It's not an ambush, exactly, when the target is forewarned. But Secretary of State Colin Powell may well find himself in a firefight on Capitol Hill Wednesday when he gives conservative Republicans their first opportunity to challenge his recent statements on Iraq. General Powell is slated to appear before the House Foreign Relations Committee to discuss his budget, offering some GOP hard-liners an opportunity to air their concerns about his proposal to relax most sanctions on Iraq while tightening the arms embargo. Powell touted the policy during his tour of Middle Eastern capitals two weeks ago, prompting some alarm among conservatives over the appearance of going soft on Saddam. Even within the Bush administration, there is considerable support for a more aggressive policy aimed at overthrowing the dictator, primarily by funneling support to the opposition Iraqi National Congress.

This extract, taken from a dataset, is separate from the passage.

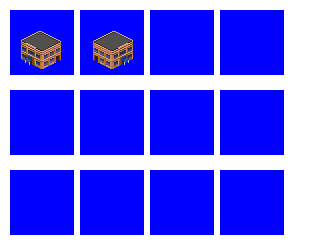
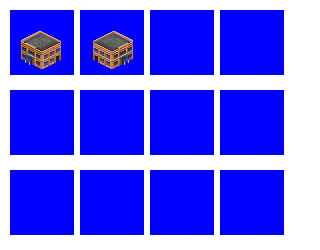
Layer changes from the first 320px x 250px image to the second:
painted on "reduce size" over [21, 32, 132, 59]

Iraq hawks may demand at least a quid pro quo in terms of efforts to support opposition groups as the price for backing the sanctions retreat.

But Powell is a smooth operator, and he has plenty of persuasive arrows in his quiver. For starters, he'll make clear to detractors that the sanctions are on the verge of collapse, with some of Washington's key regional allies such as Egypt concluding free trade agreements with Baghdad, and that salvaging an deal to tighten controls on Iraq's access to weapons is about the best Washington can hope for. After all, the success of sanctions depends less on the demeanor of Congress than on the actions of Iraq's neighbors, where the Republican hard line finds very little echo. Powell will point to the agreement by Syria's President Bashar Assad to stop paying Baghdad directly for oil pumped through his country as a sign that Saddam's neighbors are ready to play ball if they believe Washington is pursuing a sound strategy. The problem, of course, is that the Arab states who lined up behind the U.S. in the Gulf War for the most part don't believe that a proxy war to overthrow Saddam is a sound strategy — they have serious doubts, echoed by many in the Pentagon, about the abilities of a loose and diverse coalition of opposition groups to defeat the dictatorship, much less of the notion that such an outcome would actually enhance regional stability.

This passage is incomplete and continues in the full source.